Your goal
With pictures left out, write out exactly every line from the start of the data through the one that contains "- Up to frame 4 (5.75".

Given entries
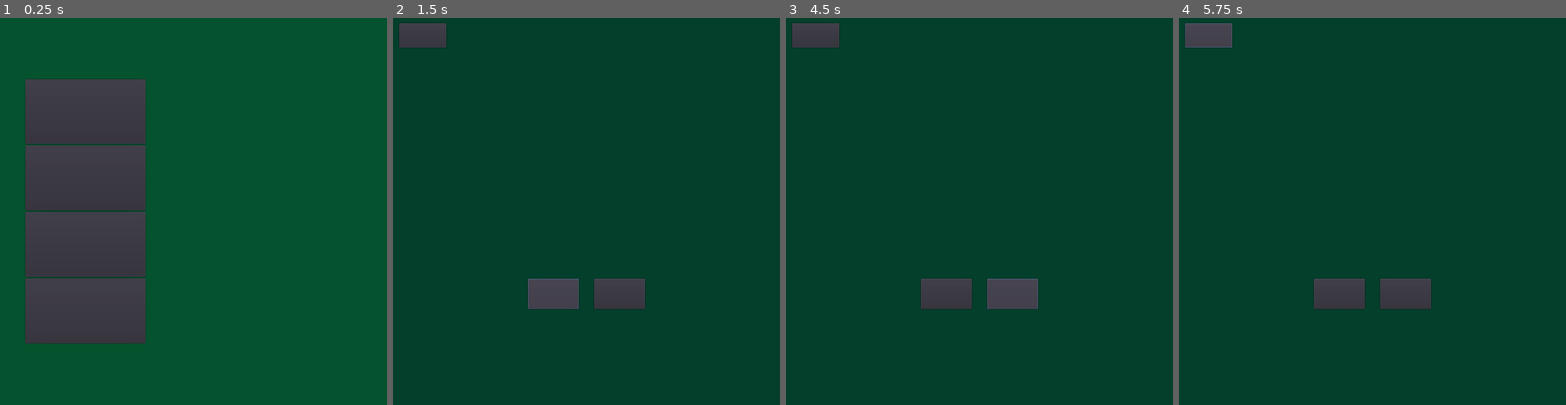
Above: before the commit, frames 1-4 (left to right).
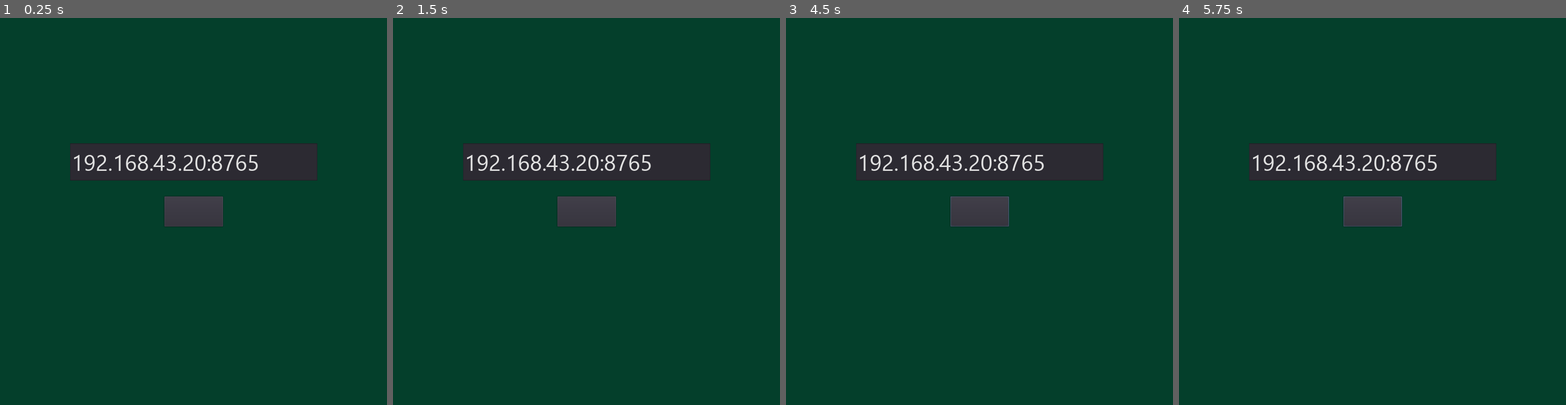
Above: after the commit, the same moments.

Repository: UPDCS192Group4/PusoyDosOnline
Game: Godot game, scene res://pseudo-lobby.tscn
Two runs of this game, one before a commit and one after it. Both use one fixed random seed, a clock stepped at 60 frames per second and the inputs below. Before the commit the project starts from res://Home.tscn.
Inputs (mouse positions are in pixels of both pictures, inside the frame that each line leads up to):
- Up to frame 1 (0.25 s): no input
- Up to frame 2 (1.5 s): click (478, 110) at 0.5 s, where only the run before the commit has a clickable "PLAY"; click (551, 292) at 1.25 s, where only the run before the commit has a clickable "PLAY"
- Up to frame 3 (4.5 s): click (944, 292) at 2 s, where only the run before the commit has a clickable "PLAY"; click (979, 211) at 2.75 s, where only the run after the commit has a clickable "Enter"; click (979, 211) at 3.5 s, where only the run after the commit has a clickable "Enter"; click (1014, 292) at 4.25 s, where only the run before the commit has a clickable "PASS"
- Up to frame 4 (5.75 s): click (1209, 33) at 5 s, where only the run before the commit has a clickable "Home"

The runs differ from the first frame. In frame 1, 25% of the frame differs, in the area x 6-82%, y 15-85%; in frame 2, 10%; in frame 3, 10%; in frame 4, 10%.
Error before the commit: Parse Error: The identifier "hand" isn't declared in the current scope. (res://Game.gd:226)

Commit message:
Modified Hand scene.

Diff:
--- a/project/Hand.gd
+++ b/project/Hand.gd
@@ -25,11 +25,8 @@
 		cards[i].isCurrentPlayer = 1
 		cards[i].changeFace()
 		add_child(cards[i])
-		#print(i, ' ', cards[i].rank, ' ', cards[i].suit)
 		OVAL_VECT = Vector2(H_RAD * cos(ANGLE), -V_RAD * sin(ANGLE))
 		cards[i].rect_position = OVAL_CENTRE + OVAL_VECT - cards[i].rect_size / 2
-		#cards[i].rect_position.x -= cards[i].rect_size.x
-		#print(OVAL_VECT, cards[i].rect_position)
 		cards[i].rect_rotation = (90 - rad2deg(ANGLE)) / 4
 		ANGLE += ANG_DIST
 
@@ -55,11 +52,19 @@
 	var pressedArray = Array()
 	var ranks = Array()
 	var suits = Array()
+
+	# add variable for message-passing between hosts
+	var cards_string = PoolStringArray() # combined ranks and suits but in string
+
 	for card in cards:
 		if card._is_pressed:
 			pressedArray.append(card)
 			ranks.append(card.rank)
 			suits.append(card.suit)
+
+			#update added variable
+			cards_string.append(str(card.suit) + "-" + str(card.rank))
+
 	ANG_DIST += 0.0075 * pressedArray.size()
 	for card in pressedArray:
 		var k = cards.find(card)
@@ -74,9 +79,14 @@
 		cards[i].rect_position = OVAL_CENTRE + OVAL_VECT - cards[i].rect_size / 2
 		cards[i].rect_rotation = (90 - rad2deg(ANGLE)) / 4
 		ANGLE += ANG_DIST
+
 	var pileNode = get_parent().get_node('Pile')
 	pileNode.getTopOfPile()
 	pileNode.updatePile(ranks,suits)
+
+	var play_message = "play " + cards_string.join(",")
+	print("played ", play_message)
+	get_parent().ws.get_peer(1).put_packet(play_message.to_utf8())
 #		var k = card.get_index()
 #		cards.remove(k)
 #		card.queue_free()
--- a/project/project.godot
+++ b/project/project.godot
@@ -21,7 +21,7 @@
 [application]
 
 config/name="Project"
-run/main_scene="res://Home.tscn"
+run/main_scene="res://pseudo-lobby.tscn"
 config/icon="res://icon.png"
 
 [autoload]
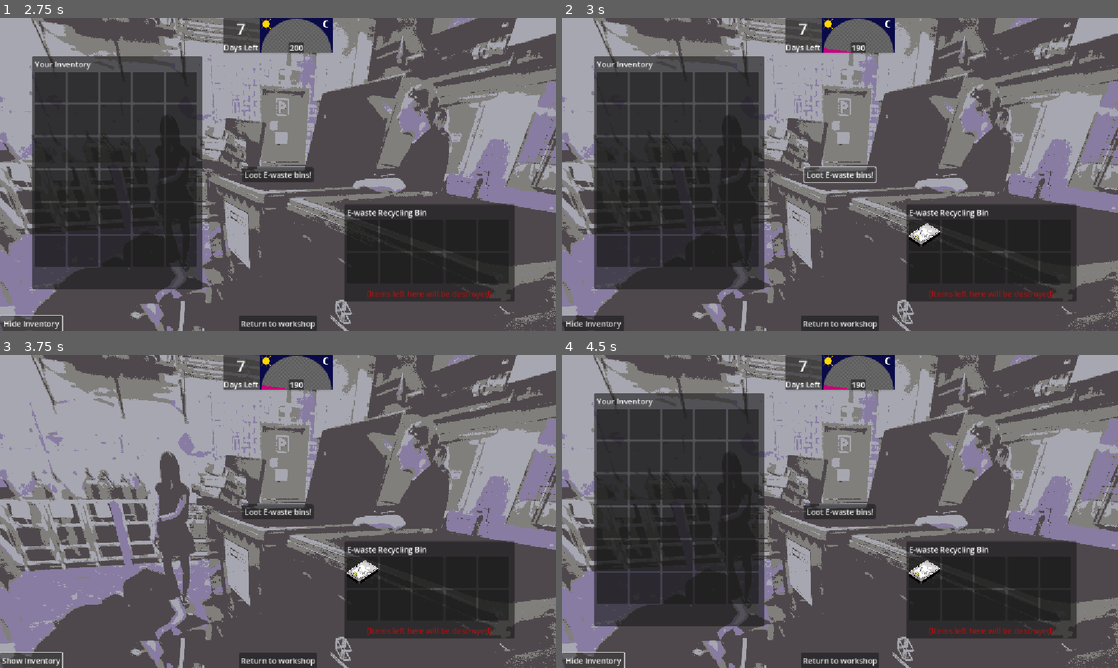
Above: before the commit, frames 1-4 (two rows, left to right).
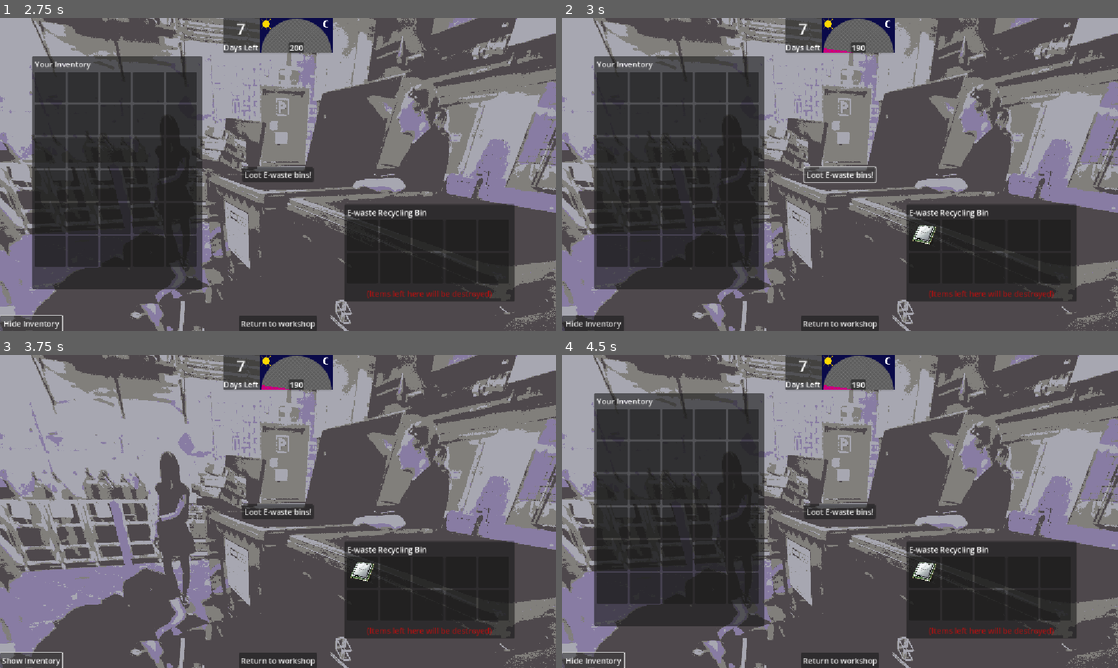
Above: after the commit, the same moments.

Repository: tabby-cat-nya/RustHacker
Game: Godot game, scene res://scenes/workshop.tscn
The game is run twice, just before and just after one commit, with the same random seed, the same clock (stepped at 60 frames per second) and the same inputs. The engine's default icon, where the game draws it, is replaced by a stand-in: a white triangle on a blue panel in a dark square.
Inputs:
- Up to frame 1 (2.75 s): click "Go to ewaste bins" at 0.5 s; click "Hide Inventory" at 1.25 s; click "Show Inventory" at 2 s
- Up to frame 2 (3 s): click "Loot E-waste bins!" at 2.75 s
- Up to frame 3 (3.75 s): click "Hide Inventory" at 3.5 s
- Up to frame 4 (4.5 s): click "Show Inventory" at 4.25 s

Frame 1 is identical in both runs. In frame 2, 0.2% of the frame differs, in the area x 62-68%, y 65-74%; in frame 3, 0.2%; in frame 4, 0.2%.

Commit message:
craftable computer

Diff:
--- a/crafting/crafts/computer_craft.tres
+++ b/crafting/crafts/computer_craft.tres
@@ -1,13 +1,17 @@
-[gd_resource type="Resource" script_class="CraftRecipe" load_steps=6 format=3 uid="uid://dp4hnei3ur6oe"]
+[gd_resource type="Resource" script_class="CraftRecipe" load_steps=10 format=3 uid="uid://dp4hnei3ur6oe"]
 
 [ext_resource type="Script" uid="uid://dccraom7a7e8d" path="res://inv_system/item_data.gd" id="1_ayiw2"]
 [ext_resource type="Script" uid="uid://b4iu5xrdf0evs" path="res://crafting/craft_recipe.gd" id="2_2p7jb"]
+[ext_resource type="Resource" uid="uid://cnr1k8seffsxb" path="res://items/plastic.tres" id="2_ccdvw"]
 [ext_resource type="Resource" uid="uid://88v5bcyrgpob" path="res://items/large_psu_item.tres" id="2_egxug"]
 [ext_resource type="Resource" uid="uid://bepkdyf7dn1y0" path="res://items/hdd_item.tres" id="3_ccdvw"]
 [ext_resource type="Resource" uid="uid://c2wbqelme8vy1" path="res://items/ram_item.tres" id="4_tkhhn"]
+[ext_resource type="Resource" uid="uid://bufa63unuppu5" path="res://items/cpu.tres" id="5_tkhhn"]
+[ext_resource type="Resource" uid="uid://oc57emfpcnm0" path="res://items/gpu.tres" id="6_r0qw7"]
+[ext_resource type="Resource" uid="uid://8vw85c1qrypm" path="res://items/computer.tres" id="8_uomls"]
 
 [resource]
 script = ExtResource("2_2p7jb")
-ingredients = Array[ExtResource("1_ayiw2")]([ExtResource("2_egxug"), ExtResource("4_tkhhn"), ExtResource("3_ccdvw"), null, null, null, null, null, null])
-output = ExtResource("4_tkhhn")
+ingredients = Array[ExtResource("1_ayiw2")]([ExtResource("2_ccdvw"), ExtResource("4_tkhhn"), ExtResource("2_ccdvw"), ExtResource("3_ccdvw"), ExtResource("5_tkhhn"), ExtResource("6_r0qw7"), ExtResource("2_ccdvw"), ExtResource("2_egxug"), ExtResource("2_ccdvw")])
+output = ExtResource("8_uomls")
 metadata/_custom_type_script = "uid://b4iu5xrdf0evs"
--- a/crafting/scavenges/testScavenge.tres
+++ b/crafting/scavenges/large_psu_scav.tres
@@ -1,9 +1,10 @@
-[gd_resource type="Resource" script_class="ScavengeRecipe" load_steps=6 format=3 uid="uid://deohei5avmspt"]
+[gd_resource type="Resource" script_class="ScavengeRecipe" load_steps=8 format=3 uid="uid://deohei5avmspt"]
 
 [ext_resource type="Resource" uid="uid://88v5bcyrgpob" path="res://items/large_psu_item.tres" id="1_20hhf"]
 [ext_resource type="Script" uid="uid://boqr1fowaqmt0" path="res://crafting/scavenge_recipe.gd" id="2_20hhf"]
 [ext_resource type="Script" uid="uid://oa5rlx6ttwuj" path="res://crafting/rollableLoot.gd" id="2_i5wfm"]
 [ext_resource type="Resource" uid="uid://swd1m0hvep4c" path="res://items/small_psu_item.tres" id="3_svciw"]
+[ext_resource type="Resource" uid="uid://cnr1k8seffsxb" path="res://items/plastic.tres" id="4_svciw"]
 
 [sub_resource type="Resource" id="Resource_rhaxb"]
 script = ExtResource("2_i5wfm")
@@ -11,9 +12,15 @@
 chance = 1
 metadata/_custom_type_script = "uid://oa5rlx6ttwuj"
 
+[sub_resource type="Resource" id="Resource_wkxe4"]
+script = ExtResource("2_i5wfm")
+item = ExtResource("4_svciw")
+chance = 3
+metadata/_custom_type_script = "uid://oa5rlx6ttwuj"
+
 [resource]
 script = ExtResource("2_20hhf")
 input = ExtResource("1_20hhf")
 rolls = 2
-loot_pool = Array[ExtResource("2_i5wfm")]([SubResource("Resource_rhaxb")])
+loot_pool = Array[ExtResource("2_i5wfm")]([SubResource("Resource_rhaxb"), SubResource("Resource_wkxe4")])
 metadata/_custom_type_script = "uid://boqr1fowaqmt0"
--- /dev/null
+++ b/crafting/scavenges/small_psu_scav.tres
@@ -0,0 +1,19 @@
+[gd_resource type="Resource" script_class="ScavengeRecipe" load_steps=6 format=3 uid="uid://dpnp3xlwhla4h"]
+
+[ext_resource type="Script" uid="uid://oa5rlx6ttwuj" path="res://crafting/rollableLoot.gd" id="2_r41g5"]
+[ext_resource type="Resource" uid="uid://swd1m0hvep4c" path="res://items/small_psu_item.tres" id="3_klubo"]
+[ext_resource type="Resource" uid="uid://cnr1k8seffsxb" path="res://items/plastic.tres" id="4_vxo6p"]
+[ext_resource type="Script" uid="uid://boqr1fowaqmt0" path="res://crafting/scavenge_recipe.gd" id="5_ewtie"]
+
+[sub_resource type="Resource" id="Resource_wkxe4"]
+script = ExtResource("2_r41g5")
+item = ExtResource("4_vxo6p")
+chance = 3
+metadata/_custom_type_script = "uid://oa5rlx6ttwuj"
+
+[resource]
+script = ExtResource("5_ewtie")
+input = ExtResource("3_klubo")
+rolls = 1
+loot_pool = Array[ExtResource("2_r41g5")]([SubResource("Resource_wkxe4")])
+metadata/_custom_type_script = "uid://boqr1fowaqmt0"
--- a/inv_system/crafting_panel.tscn
+++ b/inv_system/crafting_panel.tscn
@@ -1,11 +1,12 @@
-[gd_scene load_steps=11 format=3 uid="uid://f06ym5ujhdsc"]
+[gd_scene load_steps=12 format=3 uid="uid://f06ym5ujhdsc"]
 
 [ext_resource type="Script" uid="uid://br4fgimf7nygr" path="res://inv_system/crafting_panel.gd" id="1_441s3"]
 [ext_resource type="PackedScene" uid="uid://dgqs20xf7l8c" path="res://inv_system/item_slot.tscn" id="2_h0v0h"]
 [ext_resource type="Script" uid="uid://b4iu5xrdf0evs" path="res://crafting/craft_recipe.gd" id="2_ytbts"]
 [ext_resource type="Resource" uid="uid://dp4hnei3ur6oe" path="res://crafting/crafts/computer_craft.tres" id="3_4h4i0"]
 [ext_resource type="Script" uid="uid://boqr1fowaqmt0" path="res://crafting/scavenge_recipe.gd" id="4_qjage"]
-[ext_resource type="Resource" uid="uid://deohei5avmspt" path="res://crafting/scavenges/testScavenge.tres" id="5_8c40c"]
+[ext_resource type="Resource" uid="uid://deohei5avmspt" path="res://crafting/scavenges/large_psu_scav.tres" id="5_8c40c"]
+[ext_resource type="Resource" uid="uid://dpnp3xlwhla4h" path="res://crafting/scavenges/small_psu_scav.tres" id="6_8c40c"]
 
 [sub_resource type="StyleBoxFlat" id="StyleBoxFlat_h0v0h"]
 content_margin_left = 0.0
@@ -87,7 +88,7 @@
 script = ExtResource("1_441s3")
 action_button = NodePath("MarginContainer/VBoxContainer/ActionButton")
 craft_recipes = Array[ExtResource("2_ytbts")]([ExtResource("3_4h4i0")])
-scavenge_recipes = Array[ExtResource("4_qjage")]([ExtResource("5_8c40c")])
+scavenge_recipes = Array[ExtResource("4_qjage")]([ExtResource("5_8c40c"), ExtResource("6_8c40c")])
 assemble_style = SubResource("StyleBoxFlat_h0v0h")
 assemble_style_hover = SubResource("StyleBoxFlat_441s3")
 assemble_style_pressed = SubResource("StyleBoxFlat_h0v0h")
--- /dev/null
+++ b/items/computer.tres
@@ -0,0 +1,10 @@
+[gd_resource type="Resource" script_class="ItemData" load_steps=3 format=3 uid="uid://8vw85c1qrypm"]
+
+[ext_resource type="Texture2D" uid="uid://b2vn26davyrou" path="res://assets/item images/computer.png" id="1_e0dbh"]
+[ext_resource type="Script" uid="uid://dccraom7a7e8d" path="res://inv_system/item_data.gd" id="2_x7wm3"]
+
+[resource]
+script = ExtResource("2_x7wm3")
+item_name = "Computer"
+icon = ExtResource("1_e0dbh")
+metadata/_custom_type_script = "uid://dccraom7a7e8d"
--- /dev/null
+++ b/items/cpu.tres
@@ -0,0 +1,10 @@
+[gd_resource type="Resource" script_class="ItemData" load_steps=3 format=3 uid="uid://bufa63unuppu5"]
+
+[ext_resource type="Texture2D" uid="uid://dsbbhu2l7gmwf" path="res://assets/item images/cpu.png" id="1_mh86d"]
+[ext_resource type="Script" uid="uid://dccraom7a7e8d" path="res://inv_system/item_data.gd" id="2_pbx7r"]
+
+[resource]
+script = ExtResource("2_pbx7r")
+item_name = "CPU"
+icon = ExtResource("1_mh86d")
+metadata/_custom_type_script = "uid://dccraom7a7e8d"
--- /dev/null
+++ b/items/gpu.tres
@@ -0,0 +1,10 @@
+[gd_resource type="Resource" script_class="ItemData" load_steps=3 format=3 uid="uid://oc57emfpcnm0"]
+
+[ext_resource type="Texture2D" uid="uid://8qvirlis0y5t" path="res://assets/item images/gpu.png" id="1_p14l2"]
+[ext_resource type="Script" uid="uid://dccraom7a7e8d" path="res://inv_system/item_data.gd" id="2_jiyv5"]
+
+[resource]
+script = ExtResource("2_jiyv5")
+item_name = "GPU"
+icon = ExtResource("1_p14l2")
+metadata/_custom_type_script = "uid://dccraom7a7e8d"
--- /dev/null
+++ b/items/plastic.tres
@@ -0,0 +1,10 @@
+[gd_resource type="Resource" script_class="ItemData" load_steps=3 format=3 uid="uid://cnr1k8seffsxb"]
+
+[ext_resource type="Texture2D" uid="uid://b7tii4smwcurc" path="res://assets/item images/plastic.png" id="1_2haha"]
+[ext_resource type="Script" uid="uid://dccraom7a7e8d" path="res://inv_system/item_data.gd" id="2_31pxd"]
+
+[resource]
+script = ExtResource("2_31pxd")
+item_name = "Plastic Scrap"
+icon = ExtResource("1_2haha")
+metadata/_custom_type_script = "uid://dccraom7a7e8d"
--- a/scenes/ewaste.tscn
+++ b/scenes/ewaste.tscn
@@ -10,6 +10,8 @@
 [ext_resource type="Resource" uid="uid://88v5bcyrgpob" path="res://items/large_psu_item.tres" id="6_77dp3"]
 [ext_resource type="Resource" uid="uid://swd1m0hvep4c" path="res://items/small_psu_item.tres" id="7_5tkv4"]
 [ext_resource type="PackedScene" uid="uid://dgqs20xf7l8c" path="res://inv_system/item_slot.tscn" id="7_xersf"]
+[ext_resource type="Resource" uid="uid://bufa63unuppu5" path="res://items/cpu.tres" id="8_6pgwd"]
+[ext_resource type="Resource" uid="uid://oc57emfpcnm0" path="res://items/gpu.tres" id="9_p1n6o"]
 
 [sub_resource type="LabelSettings" id="LabelSettings_00tp4"]
 font_color = Color(1, 0, 0, 0.5764706)
@@ -25,7 +27,7 @@
 script = ExtResource("1_vbegm")
 bin_inventory = NodePath("BinPanel")
 loot_button = NodePath("LootButton")
-loot_pool = Array[ExtResource("2_ehkex")]([ExtResource("3_ykrsh"), ExtResource("5_g14j6"), ExtResource("5_00tp4"), ExtResource("6_77dp3"), ExtResource("7_5tkv4")])
+loot_pool = Array[ExtResource("2_ehkex")]([ExtResource("3_ykrsh"), ExtResource("5_g14j6"), ExtResource("5_00tp4"), ExtResource("6_77dp3"), ExtResource("7_5tkv4"), ExtResource("8_6pgwd"), ExtResource("9_p1n6o")])
 
 [node name="TextureRect" type="TextureRect" parent="."]
 z_index = -3
Binary file added: assets/item images/computer.png
Not shown, added: assets/item images/computer.png.import
Binary file added: assets/item images/cpu.png
Not shown, added: assets/item images/cpu.png.import
Binary file added: assets/item images/dvd drive.png
Not shown, added: assets/item images/dvd drive.png.import
Binary file added: assets/item images/gpu.png
Not shown, added: assets/item images/gpu.png.import
Binary file added: assets/item images/plastic.png
Not shown, added: assets/item images/plastic.png.import
Not shown: 1 places in scenes/ewaste.tscn that only renumber resources
Not shown, added: assets/item images/plastic.avif

Response to this exercise
Above: before the commit, frames 1-4 (left to right).
Above: after the commit, the same moments.

Repository: UPDCS192Group4/PusoyDosOnline
Game: Godot game, scene res://pseudo-lobby.tscn
Two runs of this game, one before a commit and one after it. Both use one fixed random seed, a clock stepped at 60 frames per second and the inputs below. Before the commit the project starts from res://Home.tscn.
Inputs (mouse positions are in pixels of both pictures, inside the frame that each line leads up to):
- Up to frame 1 (0.25 s): no input
- Up to frame 2 (1.5 s): click (478, 110) at 0.5 s, where only the run before the commit has a clickable "PLAY"; click (551, 292) at 1.25 s, where only the run before the commit has a clickable "PLAY"
- Up to frame 3 (4.5 s): click (944, 292) at 2 s, where only the run before the commit has a clickable "PLAY"; click (979, 211) at 2.75 s, where only the run after the commit has a clickable "Enter"; click (979, 211) at 3.5 s, where only the run after the commit has a clickable "Enter"; click (1014, 292) at 4.25 s, where only the run before the commit has a clickable "PASS"
- Up to frame 4 (5.75 s): click (1209, 33) at 5 s, where only the run before the commit has a clickable "Home"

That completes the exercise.